Professor Margaret Stevens: Career and retirement

 

 

Margaret Stevens retired as Professor of Economics, and as a Senior Research Fellow of Lincoln College, in September 2022. Her contribution to the Department of Economics has been significant and long-lasting, including two periods as Head of the Department of Economics – in 2016-2019 and again in 2020-2021 – having previously served very successfully in several other administrative roles.

 

 

She devised and wrote the Maths Workbook for first-year undergraduates, and at least 7,000 first-year students will have used it over the two decades since it was introduced, and she is a founding member and trustee of the CORE Project that has re-conceived first-year undergraduate economics teaching, is used as part of the Introductory Economics course in Oxford, and has been adopted by many universities worldwide.

 

Margaret read Maths at St Hugh’s College, graduating in 1975, and then read for an MSc in Mathematics (Numerical Analysis) in 1976. She subsequently worked as a statistician at the Natural Environmental Research Council before earning a Post-Graduate Certificate in Education and becoming a secondary-school maths teacher. She then switched to economics, reading the MPhil from 1989 to 1991 at Nuffield and then, in quick time, completing a DPhil in 1993 on “Some Issues in the Economics of Training”. Her research has covered training and human capital formation, foundational issues in search theory, and, more recently, fairness in university admissions. She has papers in the Economic Journal, the Review of Economic Studies, the International Economic Review, the Review of Economics and Statistics, the Journal of Labor Economics, and Oxford Economic Papers. She was renowned as a teacher of economics, regularly being top of the MPhil teaching survey.

 

She was Fellow and Tutor in Economics at Trinity College from 1993 to 1997, Research Officer at the Department from 1997-2000, and then University Lecturer in Economics, and Fellow and Tutor in Economics at Lincoln College from 2000 to 2008. In 2008 she was awarded the title of Professor of Economics, and in 2016 she became Professor of Economics at the Department and a Senior Research Fellow at Lincoln. Along the way for the Department she was, successively, Admissions Coordinator for PPE, Director of Undergraduate Studies and Deputy Head. She twice served as Associate Head at the Social Sciences Division.

 

In all her positions Margaret has shown authority, calmness, fairness and a determination to improve things. She works out what is required and what the best way is to achieve desired outcomes. She is consultative and fair-minded. Margaret was always approachable for advice. Most importantly she gets things done. For example, for the Department she instituted a new career path to offset what had been seen as a lack of opportunities for career progression within the University. This was not done by imposition, but by broad consultation within the Department and the University, and was done speedily and successfully. We wish her all the best for her retirement and thank her for all her contributions to economics at Oxford.

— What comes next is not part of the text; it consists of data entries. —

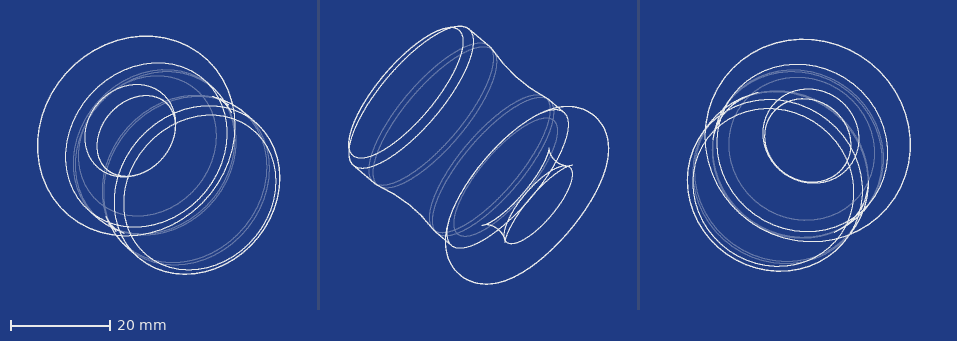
import cadquery as cq
import math

ring_outer_radius = 21.0
ring_tube_radius = 6.0
ring_center_radius = ring_outer_radius - ring_tube_radius

neck_radius = 35.1 / 2
head_radius = 36.0 / 2
waist_radius = 16.8
end_chamfer = 1.45

front_face_x = 2.85
neck_end_x = 15.53
waist_start_x = 16.45
waist_end_x = 31.85
head_start_x = 32.9
back_face_x = 40.0

neck_round_drop = 0.1
head_round_drop = 0.13


def make_ring():
    return (
        cq.Workplane("XY")
        .center(ring_tube_radius, ring_center_radius)
        .circle(ring_tube_radius)
        .revolve(360, (0, -ring_center_radius), (1, -ring_center_radius))
    )


def rounding_mid_drop(length, drop):
    """Radial drop halfway along an arc that leaves a straight band tangentially."""
    arc_radius = (length**2 + drop**2) / (2 * drop)
    return arc_radius - math.sqrt(arc_radius**2 - (length / 2) ** 2)


def make_knob(ring):
    neck_round_length = waist_start_x - neck_end_x
    head_round_length = head_start_x - waist_end_x
    neck_round_mid = (
        neck_end_x + neck_round_length / 2,
        neck_radius - rounding_mid_drop(neck_round_length, neck_round_drop),
    )
    head_round_mid = (
        head_start_x - head_round_length / 2,
        head_radius - rounding_mid_drop(head_round_length, head_round_drop),
    )
    waist_mid = ((waist_start_x + waist_end_x) / 2, waist_radius)

    blank = (
        cq.Workplane("XY")
        .moveTo(front_face_x, 0)
        .lineTo(front_face_x, neck_radius)
        .lineTo(neck_end_x, neck_radius)
        .threePointArc(neck_round_mid, (waist_start_x, neck_radius - neck_round_drop))
        .threePointArc(waist_mid, (waist_end_x, head_radius - head_round_drop))
        .threePointArc(head_round_mid, (head_start_x, head_radius))
        .lineTo(back_face_x - end_chamfer, head_radius)
        .lineTo(back_face_x, head_radius - end_chamfer)
        .lineTo(back_face_x, 0)
        .close()
        .revolve(360, (0, 0), (1, 0))
    )
    return blank.cut(ring).solids()


ring = make_ring()
knob = make_knob(ring)

result = cq.Compound.makeCompound([knob.val(), ring.val()])
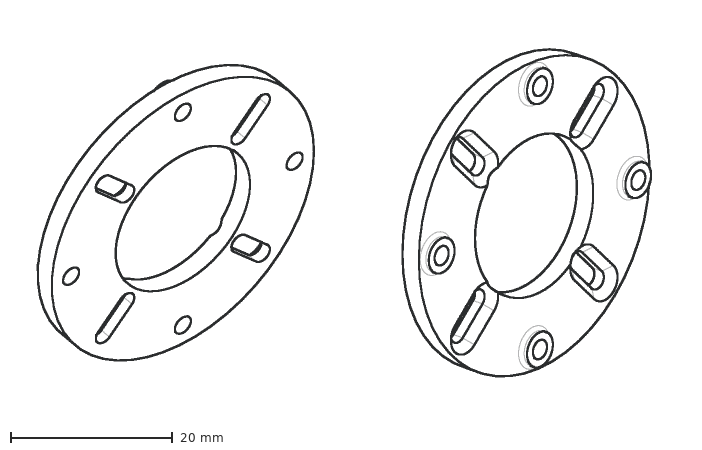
import cadquery as cq
import math

plate_diameter = 41.05
bore_diameter = 21.0
plate_thickness = 2.85

boss_count = 4
boss_circle_radius = 17.5
boss_diameter = 4.6
boss_height = 1.0
boss_fillet = boss_height / 2
hole_diameter = 2.5

slot_count = 4
slot_first_angle = 45.0
slot_inner_radius = 12.5
slot_outer_radius = boss_circle_radius
slot_width = hole_diameter
countersink_width = 4.9
countersink_flank_angle = 45.0

slot_spacing = slot_outer_radius - slot_inner_radius
slot_mid_radius = (slot_inner_radius + slot_outer_radius) / 2
countersink_reach = (countersink_width - slot_width) / 2
countersink_depth = countersink_reach / math.tan(math.radians(countersink_flank_angle))


def make_plate():
    """Flat ring extruded toward +X."""
    return (
        cq.Workplane("YZ")
        .circle(plate_diameter / 2)
        .circle(bore_diameter / 2)
        .extrude(plate_thickness)
    )


def make_boss():
    """Solid boss at the top of the ring, with a concave fillet at its root."""
    radius = boss_diameter / 2
    root_radius = radius + boss_fillet
    embedded_end = plate_thickness / 2
    arc_offset = boss_fillet * (1 - math.sqrt(0.5))
    profile = (
        cq.Workplane("XY")
        .moveTo(embedded_end, 0)
        .lineTo(-boss_height, 0)
        .lineTo(-boss_height, radius)
        .lineTo(-boss_fillet, radius)
        .threePointArc((-arc_offset, radius + arc_offset), (0, root_radius))
        .lineTo(embedded_end, root_radius)
        .close()
    )
    boss = profile.revolve(360, (0, 0, 0), (1, 0, 0))
    return boss.translate((0, 0, boss_circle_radius))


def make_boss_hole():
    """Hole cutter through one boss and the plate."""
    return (
        cq.Workplane("YZ", origin=(-boss_height, 0, boss_circle_radius))
        .circle(hole_diameter / 2)
        .extrude(boss_height + plate_thickness)
    )


def make_slot():
    """Cutter for one radial slot along +Y with its tapered countersink."""
    front = cq.Workplane("YZ").center(slot_mid_radius, 0)
    through = front.slot2D(slot_spacing + slot_width, slot_width).extrude(plate_thickness)
    countersink = front.slot2D(slot_spacing + countersink_width, countersink_width).extrude(
        countersink_depth, taper=countersink_flank_angle
    )
    return through.union(countersink)


def turned(body, angle):
    """Copy of a body turned about the ring axis."""
    return body.rotate((0, 0, 0), (1, 0, 0), angle)


result = make_plate()

boss = make_boss()
boss_hole = make_boss_hole()
for index in range(boss_count):
    angle = index * 360 / boss_count
    result = result.union(turned(boss, angle)).cut(turned(boss_hole, angle))

slot = make_slot()
for index in range(slot_count):
    angle = slot_first_angle + index * 360 / slot_count
    result = result.cut(turned(slot, angle))

It was obvious to everyone that Margaret was a fabulous administrator and leader. I'm not sure that everyone appreciated what a good economist Margaret is – much broader than most of us. If the faculty were all forced to take exams in the core subjects of macro, micro, and econometrics, Margaret might not come top in any one, but might well come top overall.

Margaret's dedication as a tutor and a supervisor were hard to match, and she quickly established herself as a very wise and public-spirited colleague.  I am immensely grateful for all of her contributions. We in the Department were lucky to have her at the helm for as long as we did.

Margaret and I worked together on the Department’s management team for more than a decade. I never ceased to be impressed by her energy and commitment to making the department work better for staff and students. Others may have wilted in the face of 800 years of Oxford tradition, but Margaret persevered.  A great colleague and a good friend. 

Margaret is an exceptional individual, always thinking of others and of ways to make things better.  Her energy and commitment seemed boundless at times when I thought she couldn’t possibly give any more – but she always did.  I learnt much from her and I think the world is a better place because of Margaret!